Exercise:
I need each line of the entries below that includes the string "intersect".
BEGIN Input material
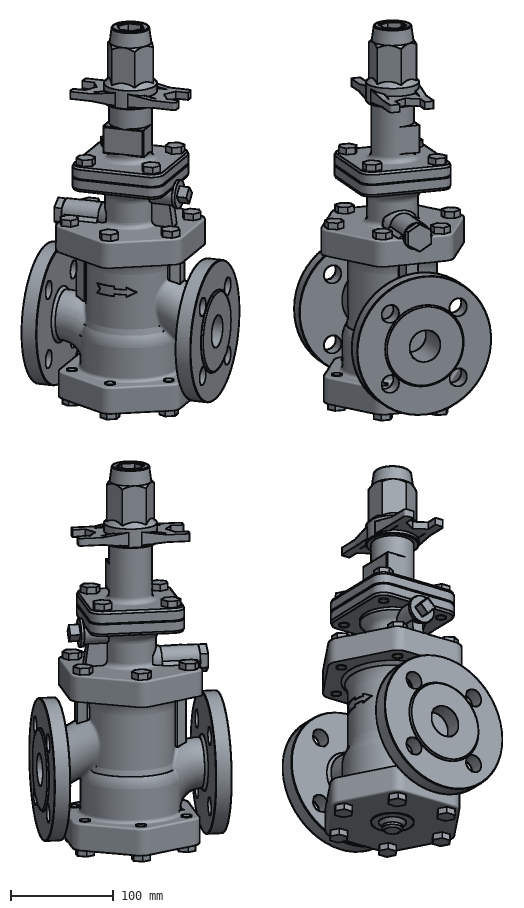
import cadquery as cq
import math


Z_BOTTOM = -83.1
Z_TOP = 301.9
Z_FOOT_TOP = -46.0
Z_FOOT_BOTTOM = -73.5
Z_BONNET_BOTTOM = 77.0
Z_BONNET_TOP = 103.3
Z_COVER_BOTTOM = 143.0
Z_COVER_TOP = 168.0
Z_COLLAR_BOTTOM = 225.0
Z_COLLAR_TOP = 244.5
Z_NUT_TOP = 286.5

FACE_X = 90.0
FLANGE_D = 140.0
FLANGE_T = 16.0
FLANGE_CHAMFER = 0.6
RAISED_FACE_D = 82.0
RAISED_FACE_T = 2.0
RAISED_FACE_CHAMFER = 1.5
BORE_D = 32.0
BOLT_CIRCLE_D = 100.0
FLANGE_HOLE_D = 18.0
FLANGE_HOLES = 4
INLET_BORE_DEPTH = 40.0
OUTLET_BORE_DEPTH = RAISED_FACE_T + FLANGE_T
FLANGE_BACK_X = FACE_X - RAISED_FACE_T - FLANGE_T

INLET_R = 25.0
OUTLET_R = 25.5
INLET_FLARE = 3.0
SEAM_FILLET = 3.0
INLET_BEND_R = 44.0
INLET_BEND_X = -68.0
OUTLET_TILT = 28.0
OUTLET_LENGTH = 90.0
OUTLET_DROP = 1.0

BODY_UPPER_R = 43.5
BODY_LOWER_R = 49.0
BODY_TOP_R = 46.5
FOOT_FILLET = 3.8
SHOULDER_BOTTOM = -11.5
SHOULDER_TOP = 6.0
SHOULDER_MID_R = 47.8
SHOULDER_TOP_R = 45.0
TOP_FLARE_BOTTOM = 61.5
TOP_FLARE_TOP = 73.5
TOP_FLARE_MID_R = 44.3
RIB_REACH = 54.0
RIB_FACE_W = 12.6
RIB_BASE_W = 20.0
RIB_BASE_X = 44.5

COVER_CORNER_R = 13.0
BONNET_WIDTH = 147.34
BONNET_BOLT_R = BONNET_WIDTH / 2 - COVER_CORNER_R
FOOT_BOLT_R = 58.0
HEX_SIDES = 6
HALF_SIDE_TURN = 180 / HEX_SIDES
BONNET_FLAT_X = BONNET_BOLT_R * math.cos(math.pi / HEX_SIDES) + COVER_CORNER_R
COVER_EDGE_R = 2.0

SQUARE_HALF = 47.0
SQUARE_EDGE = 2.5
GASKET_Z = 155.5
GASKET_T = 1.0
GASKET_INSET = 0.6

BOLT_HEAD_FLATS = 16.5
BOLT_HEAD_H = 6.5
BOLT_D = 10.0
BOLT_TIP = 0.8

PILOT_NECK_R = 25.0
PILOT_NECK_FLARE = 5.5
PILOT_NECK_TOP = 128.5
PILOT_FLARE_MID = (25.5, 131.2)
PILOT_CONE_BOTTOM = (26.8, 133.5)
PILOT_CONE_TOP = (30.5, 138.0)
PILOT_RIM_R = 32.0
PILOT_RIM_Z = 140.0
STEM_R = 21.0
STEM_FLARE = 6.0
NUT_FLATS = 41.0
NUT_CHAMFER_R = 20.5
COLLAR_R = 26.0
COLLAR_CHAMFER = 1.0
TOP_R = 18.5
TOP_CHAMFER = 1.0
SOCKET_FLATS = 22.5
SOCKET_CHAMFER = 0.8
SOCKET_DEPTH = 12.0
PAD_BOTTOM = 176.5
PAD_TOP = 204.0
PAD_CHAMFER = 1.0
HANDLE_REACH = 55.0
HANDLE_HALF_W = 23.0
HANDLE_BOTTOM = 229.0
HANDLE_TOP = 236.5
NOTCH_HALF_W = 13.0
NOTCH_APEX_X = 35.0
PRONG_ROUND = 2.5
HANDLE_RIB_TOP = 241.0
HANDLE_RIB_INNER_X = 6.5
HANDLE_RIB_OUTER_X = 32.0
HANDLE_RIB_INNER_Y = 16.0
HANDLE_RIB_OUTER_Y = 25.3
HANDLE_RIB_DROP = 1.5
NOTCH_ANGLE = 120.0

TUBE_R = 13.5
TUBE_Z = 105.4
TUBE_FLARE_R = 18.0
TUBE_FLARE_START_X = -29.0
TUBE_FLARE_END_X = -19.0
TUBE_BASE_HALF_W = 17.5
TUBE_BASE_TOP_HALF_W = 12.5
TUBE_BASE_H = 4.5
TUBE_END_X = -67.0
TUBE_PLUG_FLATS = 24.0
TUBE_PLUG_END_X = -75.0
PORT_Z = 136.0
PORT_R = 11.8
PORT_END_X = 48.0
PORT_DISC_R = 14.0
PORT_DISC_T = 3.0
PORT_HEAD_SIDE = 12.0
PORT_HEAD_H = 10.0
PORT_RIB_T = 12.0
PORT_RIB_TOP_X = 43.0
PORT_RIB_FOOT_X = 46.0

DRAIN_SEAT_R = 21.0
DRAIN_SEAT_T = 1.0
DRAIN_NECK_R = 13.5
DRAIN_NECK_H = 4.0
DRAIN_PLUG_R = 10.0
DRAIN_CHAMFER = 2.0

ARROW_Z = 44.0
ARROW_HEIGHT = 0.5
ARROW_TIP_X = 20.5
ARROW_HEAD_X = 11.0
ARROW_SHAFT_X = -1.0
ARROW_NOTCH_X = -16.5
ARROW_HALF_W = 5.0
ARROW_SHAFT_HALF_W = 2.6


def hex_corners(flats):
    """Width across corners of a hexagon from its width across flats."""
    return flats / math.cos(math.pi / HEX_SIDES)


def hexagon(flats, z, height, turn=0.0):
    """Upright hexagonal prism; a corner lies on +X when turn is 0."""
    prism = cq.Workplane("XY").polygon(HEX_SIDES, hex_corners(flats)).extrude(height)
    return prism.rotate((0, 0, 0), (0, 0, 1), turn).translate((0, 0, z))


def x_cylinder(radius, x_start, x_end, z):
    """Cylinder along X, centred at Y = 0."""
    return (
        cq.Workplane("YZ", origin=(x_start, 0, z))
        .circle(radius)
        .extrude(x_end - x_start)
    )


def x_hexagon(flats, x_start, x_end, z):
    """Hexagonal prism along X with a corner pointing up."""
    return (
        cq.Workplane("YZ", origin=(x_start, 0, z))
        .transformed(rotate=(0, 0, 90))
        .polygon(HEX_SIDES, hex_corners(flats))
        .extrude(x_end - x_start)
    )


def ring_places(radius, turn):
    """Bolt places at the corners of a hexagonal cover."""
    places = []
    for i in range(HEX_SIDES):
        angle = math.radians(90 + i * 360 / HEX_SIDES)
        places.append((radius * math.cos(angle), radius * math.sin(angle), turn))
    return places


def square_places():
    """Bolt places of the square cover; heads on one diagonal are turned by half a side."""
    offset = SQUARE_HALF - COVER_CORNER_R
    places = []
    for x in (-offset, offset):
        for y in (-offset, offset):
            places.append((x, y, HALF_SIDE_TURN if x * y > 0 else 0))
    return places


def revolve_profile(profile):
    """Close an XZ half-profile on the stem axis and turn it about that axis."""
    return profile.close().revolve(360, (0, 0, 0), (0, 1, 0))


def hex_cover(bolt_radius, z_bottom, z_top, rounded_faces):
    """Hexagonal plate with corners on +-Y, rounded about the bolt centres."""
    flats = 2 * (bolt_radius * math.cos(math.pi / HEX_SIDES) + COVER_CORNER_R)
    plate = hexagon(flats, z_bottom, z_top - z_bottom, 90)
    plate = plate.edges("|Z").fillet(COVER_CORNER_R)
    return plate.faces(rounded_faces).edges().fillet(COVER_EDGE_R)


def bolts(places, head_z, head_direction, tip_z):
    """Hex heads on one side of a joint, with short bolt ends showing on the other.

    Each place is (x, y, turn of the head in degrees).
    """
    head_bottom = min(head_z, head_z + head_direction * BOLT_HEAD_H)
    tip_bottom = min(tip_z, tip_z - head_direction * BOLT_TIP)
    tip = cq.Workplane("XY", origin=(0, 0, tip_bottom)).circle(BOLT_D / 2).extrude(BOLT_TIP)
    solids = []
    for x, y, turn in places:
        head = hexagon(BOLT_HEAD_FLATS, head_bottom, BOLT_HEAD_H, turn)
        solids.append(head.translate((x, y, 0)))
        solids.append(tip.translate((x, y, 0)))
    return solids


def make_body():
    """Revolved valve body between the bottom cover and the bonnet."""
    shoulder_mid = (SHOULDER_MID_R, SHOULDER_BOTTOM / 2)
    flare_mid = (TOP_FLARE_MID_R, (TOP_FLARE_BOTTOM + TOP_FLARE_TOP) / 2)
    top_fillet = Z_BONNET_BOTTOM - TOP_FLARE_TOP
    return revolve_profile(
        cq.Workplane("XZ")
        .moveTo(0, Z_FOOT_TOP)
        .lineTo(BODY_LOWER_R + FOOT_FILLET, Z_FOOT_TOP)
        .radiusArc((BODY_LOWER_R, Z_FOOT_TOP + FOOT_FILLET), FOOT_FILLET)
        .lineTo(BODY_LOWER_R, SHOULDER_BOTTOM)
        .threePointArc(shoulder_mid, (SHOULDER_TOP_R, 0))
        .lineTo(BODY_UPPER_R, SHOULDER_TOP)
        .lineTo(BODY_UPPER_R, TOP_FLARE_BOTTOM)
        .threePointArc(flare_mid, (BODY_TOP_R, TOP_FLARE_TOP))
        .lineTo(BODY_TOP_R + top_fillet, Z_BONNET_BOTTOM)
        .lineTo(0, Z_BONNET_BOTTOM)
    )


def make_body_ribs():
    """Tapered passages standing out on both X sides of the upper body."""
    ribs = cq.Workplane("XY")
    for side in (-1, 1):
        rib = (
            cq.Workplane("XY")
            .moveTo(0, -RIB_BASE_W / 2)
            .lineTo(side * RIB_BASE_X, -RIB_BASE_W / 2)
            .lineTo(side * RIB_REACH, -RIB_FACE_W / 2)
            .lineTo(side * RIB_REACH, RIB_FACE_W / 2)
            .lineTo(side * RIB_BASE_X, RIB_BASE_W / 2)
            .lineTo(0, RIB_BASE_W / 2)
            .close()
            .extrude(Z_BONNET_BOTTOM)
        )
        ribs = ribs.union(rib)
    return ribs


def make_flange(side):
    """Pipe flange with raised face; side is -1 for the inlet and +1 for the outlet."""
    flange = x_cylinder(FLANGE_D / 2, FLANGE_BACK_X, FLANGE_BACK_X + FLANGE_T, 0)
    flange = flange.edges().chamfer(FLANGE_CHAMFER)
    face = x_cylinder(RAISED_FACE_D / 2, FLANGE_BACK_X, FACE_X, 0)
    face = face.faces(">X").edges().chamfer(RAISED_FACE_CHAMFER)
    holes = (
        cq.Workplane("YZ", origin=(FLANGE_BACK_X, 0, 0))
        .polarArray(BOLT_CIRCLE_D / 2, 45, 360, FLANGE_HOLES)
        .circle(FLANGE_HOLE_D / 2)
        .extrude(FLANGE_T)
    )
    flange = flange.union(face).cut(holes)
    if side < 0:
        flange = flange.mirror("YZ")
    return flange


def make_inlet():
    """Branch that leaves the flange horizontally and bends down into the body."""
    straight = x_cylinder(INLET_R, -FLANGE_BACK_X, INLET_BEND_X, 0)
    bend = (
        cq.Workplane("YZ", origin=(INLET_BEND_X, 0, 0))
        .circle(INLET_R)
        .revolve(90, (-1, -INLET_BEND_R, 0), (1, -INLET_BEND_R, 0))
    )
    flare = (
        cq.Workplane("YZ", origin=(-FLANGE_BACK_X, 0, 0))
        .circle(INLET_R + INLET_FLARE)
        .workplane(offset=INLET_FLARE)
        .circle(INLET_R)
        .loft()
    )
    return straight.union(bend).union(flare)


def make_outlet():
    """Straight branch rising from the outlet flange into the upper body."""
    tilt = math.radians(OUTLET_TILT)
    direction = cq.Vector(-math.cos(tilt), 0, math.sin(tilt))
    start = cq.Vector(FACE_X, 0, -OUTLET_DROP)
    pipe = cq.Solid.makeCylinder(OUTLET_R, OUTLET_LENGTH, start, direction)
    inside_flange = x_cylinder(FLANGE_D, 0, FLANGE_BACK_X + FLANGE_T / 2, 0)
    return cq.Workplane(obj=pipe).intersect(inside_flange)


def blend_branch(branch):
    """Body joined to one branch, with a fillet along the curved seam between them."""
    return make_body().union(branch).edges("%BSPLINE").fillet(SEAM_FILLET)


def make_pilot_neck():
    """Revolved neck joining the bonnet to the square cover."""
    return revolve_profile(
        cq.Workplane("XZ")
        .moveTo(0, Z_BONNET_TOP)
        .lineTo(PILOT_NECK_R + PILOT_NECK_FLARE, Z_BONNET_TOP)
        .radiusArc((PILOT_NECK_R, Z_BONNET_TOP + PILOT_NECK_FLARE), PILOT_NECK_FLARE)
        .lineTo(PILOT_NECK_R, PILOT_NECK_TOP)
        .threePointArc(PILOT_FLARE_MID, PILOT_CONE_BOTTOM)
        .lineTo(*PILOT_CONE_TOP)
        .lineTo(PILOT_RIM_R, PILOT_RIM_Z)
        .lineTo(PILOT_RIM_R, Z_COVER_BOTTOM)
        .lineTo(0, Z_COVER_BOTTOM)
    )


def make_square_cover():
    """Two square plates with rounded corners, parted by a slightly recessed gasket."""
    height = Z_COVER_TOP - Z_COVER_BOTTOM
    cover = (
        cq.Workplane("XY", origin=(0, 0, Z_COVER_BOTTOM))
        .rect(2 * SQUARE_HALF, 2 * SQUARE_HALF)
        .extrude(height)
        .edges("|Z")
        .fillet(COVER_CORNER_R)
        .faces(">Z or <Z")
        .edges()
        .chamfer(SQUARE_EDGE, SQUARE_EDGE / 2)
    )
    inner = 2 * (SQUARE_HALF - GASKET_INSET)
    core = (
        cq.Workplane("XY", origin=(0, 0, GASKET_Z - GASKET_T / 2))
        .rect(inner, inner)
        .extrude(GASKET_T)
        .edges("|Z")
        .fillet(COVER_CORNER_R - GASKET_INSET)
    )
    gap = (
        cq.Workplane("XY", origin=(0, 0, GASKET_Z - GASKET_T / 2))
        .rect(3 * SQUARE_HALF, 3 * SQUARE_HALF)
        .extrude(GASKET_T)
        .cut(core)
    )
    return cover.cut(gap)


def make_stem():
    """Round stem above the square cover, with its flat-faced name pad on -Y."""
    stem = revolve_profile(
        cq.Workplane("XZ")
        .moveTo(0, Z_COVER_TOP)
        .lineTo(STEM_R + STEM_FLARE, Z_COVER_TOP)
        .radiusArc((STEM_R, Z_COVER_TOP + STEM_FLARE), STEM_FLARE)
        .lineTo(STEM_R, Z_COLLAR_BOTTOM)
        .lineTo(0, Z_COLLAR_BOTTOM)
    )
    pad = (
        cq.Workplane("XY", origin=(0, -STEM_R / 2, PAD_BOTTOM))
        .rect(2 * STEM_R, STEM_R)
        .extrude(PAD_TOP - PAD_BOTTOM)
        .faces("<Y")
        .edges()
        .chamfer(PAD_CHAMFER)
    )
    return stem.union(pad)


def make_nut():
    """Tall hex nut on the collar, ending in a tapered top with a hex socket."""
    corner_r = hex_corners(NUT_FLATS) / 2
    taper_bottom = Z_COLLAR_TOP + COLLAR_R - NUT_CHAMFER_R
    nut = hexagon(NUT_FLATS, Z_COLLAR_TOP, Z_NUT_TOP - Z_COLLAR_TOP)
    envelope = revolve_profile(
        cq.Workplane("XZ")
        .moveTo(0, Z_COLLAR_TOP)
        .lineTo(corner_r, Z_COLLAR_TOP)
        .lineTo(corner_r, Z_NUT_TOP - (corner_r - NUT_CHAMFER_R))
        .lineTo(NUT_CHAMFER_R, Z_NUT_TOP)
        .lineTo(0, Z_NUT_TOP)
    )
    collar = revolve_profile(
        cq.Workplane("XZ")
        .moveTo(0, Z_COLLAR_BOTTOM)
        .lineTo(COLLAR_R - COLLAR_CHAMFER, Z_COLLAR_BOTTOM)
        .lineTo(COLLAR_R, Z_COLLAR_BOTTOM + COLLAR_CHAMFER)
        .lineTo(COLLAR_R, Z_COLLAR_TOP)
        .lineTo(NUT_CHAMFER_R, taper_bottom)
        .lineTo(0, taper_bottom)
    )
    top = revolve_profile(
        cq.Workplane("XZ")
        .moveTo(0, Z_NUT_TOP)
        .lineTo(NUT_CHAMFER_R, Z_NUT_TOP)
        .lineTo(TOP_R, Z_TOP - TOP_CHAMFER)
        .lineTo(TOP_R - TOP_CHAMFER, Z_TOP)
        .lineTo(0, Z_TOP)
    )
    socket = hexagon(SOCKET_FLATS, Z_TOP - SOCKET_DEPTH, SOCKET_DEPTH)
    socket_mouth = (
        cq.Workplane("XY", origin=(0, 0, Z_TOP - SOCKET_CHAMFER))
        .polygon(HEX_SIDES, hex_corners(SOCKET_FLATS))
        .workplane(offset=SOCKET_CHAMFER)
        .polygon(HEX_SIDES, hex_corners(SOCKET_FLATS + 2 * SOCKET_CHAMFER))
        .loft(ruled=True)
    )
    nut = nut.intersect(envelope).union(collar).union(top)
    return nut.cut(socket).cut(socket_mouth)


def make_handle():
    """Two-ended fork plate through the collar, stiffened by sloping edge ribs."""
    notch_shoulder_x = NOTCH_APEX_X + NOTCH_HALF_W / math.tan(math.radians(NOTCH_ANGLE / 2))
    plate = (
        cq.Workplane("XY", origin=(0, 0, HANDLE_BOTTOM))
        .rect(2 * HANDLE_REACH, 2 * HANDLE_HALF_W)
        .extrude(HANDLE_TOP - HANDLE_BOTTOM)
        .edges("|Z")
        .fillet(PRONG_ROUND)
    )
    for side in (-1, 1):
        notch = (
            cq.Workplane("XY", origin=(0, 0, HANDLE_BOTTOM))
            .moveTo(side * NOTCH_APEX_X, 0)
            .lineTo(side * notch_shoulder_x, NOTCH_HALF_W)
            .lineTo(side * HANDLE_REACH, NOTCH_HALF_W)
            .lineTo(side * HANDLE_REACH, -NOTCH_HALF_W)
            .lineTo(side * notch_shoulder_x, -NOTCH_HALF_W)
            .close()
            .extrude(HANDLE_TOP - HANDLE_BOTTOM)
        )
        plate = plate.cut(notch)
        rib_side = (
            cq.Workplane("XZ")
            .moveTo(side * HANDLE_RIB_INNER_X, HANDLE_BOTTOM - HANDLE_RIB_DROP)
            .lineTo(side * HANDLE_RIB_OUTER_X, HANDLE_BOTTOM)
            .lineTo(side * HANDLE_RIB_OUTER_X, HANDLE_TOP)
            .lineTo(side * HANDLE_RIB_INNER_X, HANDLE_RIB_TOP)
            .close()
            .extrude(HANDLE_RIB_OUTER_Y, both=True)
        )
        for edge in (-1, 1):
            rib_plan = (
                cq.Workplane("XY", origin=(0, 0, Z_COLLAR_BOTTOM))
                .moveTo(side * HANDLE_RIB_INNER_X, edge * HANDLE_RIB_INNER_Y)
                .lineTo(side * HANDLE_RIB_OUTER_X, edge * HANDLE_RIB_INNER_Y)
                .lineTo(side * HANDLE_RIB_OUTER_X, edge * HANDLE_HALF_W)
                .lineTo(side * HANDLE_RIB_INNER_X, edge * HANDLE_RIB_OUTER_Y)
                .close()
                .extrude(Z_COLLAR_TOP - Z_COLLAR_BOTTOM)
            )
            plate = plate.union(rib_side.intersect(rib_plan))
    return plate


def make_side_tube():
    """Half-sunk tube along -X on the bonnet, flared at the neck and closed by a hex plug."""
    tube = x_cylinder(TUBE_R, TUBE_END_X, 0, TUBE_Z)
    plug = x_hexagon(TUBE_PLUG_FLATS, TUBE_PLUG_END_X, TUBE_END_X, TUBE_Z)
    flare = (
        cq.Workplane("YZ", origin=(TUBE_FLARE_START_X, 0, TUBE_Z))
        .circle(TUBE_R)
        .workplane(offset=TUBE_FLARE_END_X - TUBE_FLARE_START_X)
        .circle(TUBE_FLARE_R)
        .loft()
    )
    base_start_x = -BONNET_FLAT_X + COVER_EDGE_R
    base = (
        cq.Workplane("YZ", origin=(base_start_x, 0, Z_BONNET_TOP))
        .moveTo(-TUBE_BASE_HALF_W, 0)
        .lineTo(TUBE_BASE_HALF_W, 0)
        .lineTo(TUBE_BASE_TOP_HALF_W, TUBE_BASE_H)
        .lineTo(-TUBE_BASE_TOP_HALF_W, TUBE_BASE_H)
        .close()
        .extrude(TUBE_FLARE_START_X - base_start_x)
    )
    return tube.union(plug).union(flare).union(base)


def make_side_port():
    """Boss on the +X side of the pilot neck with a square-headed plug, carried by a rib."""
    disc_end = PORT_END_X + PORT_DISC_T
    port = x_cylinder(PORT_R, 0, PORT_END_X, PORT_Z)
    disc = x_cylinder(PORT_DISC_R, PORT_END_X, disc_end, PORT_Z)
    head = (
        cq.Workplane("YZ", origin=(disc_end, 0, PORT_Z))
        .transformed(rotate=(0, 0, 45))
        .rect(PORT_HEAD_SIDE, PORT_HEAD_SIDE)
        .extrude(PORT_HEAD_H)
    )
    rib = (
        cq.Workplane("XZ")
        .moveTo(0, Z_BONNET_TOP)
        .lineTo(PORT_RIB_FOOT_X, Z_BONNET_TOP)
        .lineTo(PORT_RIB_TOP_X, PORT_Z - PORT_R)
        .lineTo(PORT_RIB_TOP_X, PORT_Z)
        .lineTo(0, PORT_Z)
        .close()
        .extrude(PORT_RIB_T / 2, both=True)
    )
    return port.union(disc).union(head).union(rib)


def make_drain_plug():
    """Round seat and stepped plug under the bottom cover."""
    seat_bottom = Z_FOOT_BOTTOM - DRAIN_SEAT_T
    return revolve_profile(
        cq.Workplane("XZ")
        .moveTo(0, Z_FOOT_BOTTOM)
        .lineTo(DRAIN_SEAT_R, Z_FOOT_BOTTOM)
        .lineTo(DRAIN_SEAT_R, seat_bottom)
        .lineTo(DRAIN_NECK_R, seat_bottom)
        .lineTo(DRAIN_PLUG_R, seat_bottom - DRAIN_NECK_H)
        .lineTo(DRAIN_PLUG_R, Z_BOTTOM + DRAIN_CHAMFER)
        .lineTo(DRAIN_PLUG_R - DRAIN_CHAMFER, Z_BOTTOM)
        .lineTo(0, Z_BOTTOM)
    )


def make_arrow():
    """Flow arrow raised slightly on the -Y side of the body."""
    upper = [
        (ARROW_NOTCH_X, 0),
        (-ARROW_TIP_X, ARROW_HALF_W),
        (ARROW_SHAFT_X, ARROW_HALF_W),
        (ARROW_SHAFT_X, ARROW_SHAFT_HALF_W),
        (ARROW_HEAD_X, ARROW_SHAFT_HALF_W),
        (ARROW_HEAD_X, ARROW_HALF_W),
        (ARROW_TIP_X, 0),
    ]
    lower = [(x, -z) for x, z in reversed(upper[1:-1])]
    prism = (
        cq.Workplane("XZ", origin=(0, 0, ARROW_Z))
        .polyline(upper + lower)
        .close()
        .extrude(BODY_LOWER_R)
    )
    skin = cq.Workplane("XY").circle(BODY_UPPER_R + ARROW_HEIGHT).extrude(Z_BONNET_BOTTOM)
    return prism.intersect(skin)


pieces = [
    make_body_ribs(),
    make_arrow(),
    blend_branch(make_inlet()),
    blend_branch(make_outlet()),
    make_flange(-1),
    make_flange(1),
    hex_cover(FOOT_BOLT_R, Z_FOOT_BOTTOM, Z_FOOT_TOP, ">Z or <Z"),
    hex_cover(BONNET_BOLT_R, Z_BONNET_BOTTOM, Z_BONNET_TOP, ">Z"),
    make_drain_plug(),
    make_pilot_neck(),
    make_side_tube(),
    make_side_port(),
    make_square_cover(),
    make_stem(),
    make_nut(),
    make_handle(),
]
pieces += bolts(ring_places(FOOT_BOLT_R, HALF_SIDE_TURN), Z_FOOT_BOTTOM, -1, Z_FOOT_TOP)
pieces += bolts(ring_places(BONNET_BOLT_R, 0), Z_BONNET_TOP, 1, Z_BONNET_BOTTOM)
pieces += bolts(square_places(), Z_COVER_TOP, 1, Z_COVER_BOTTOM)

result = make_body()
for piece in pieces:
    result = result.union(piece)

result = result.cut(x_cylinder(BORE_D / 2, -FACE_X, INLET_BORE_DEPTH - FACE_X, 0))
result = result.cut(x_cylinder(BORE_D / 2, FACE_X - OUTLET_BORE_DEPTH, FACE_X, 0))
END Input material
Result for this task:
    return cq.Workplane(obj=pipe).intersect(inside_flange)
    nut = nut.intersect(envelope).union(collar).union(top)
            plate = plate.union(rib_side.intersect(rib_plan))
    return prism.intersect(skin)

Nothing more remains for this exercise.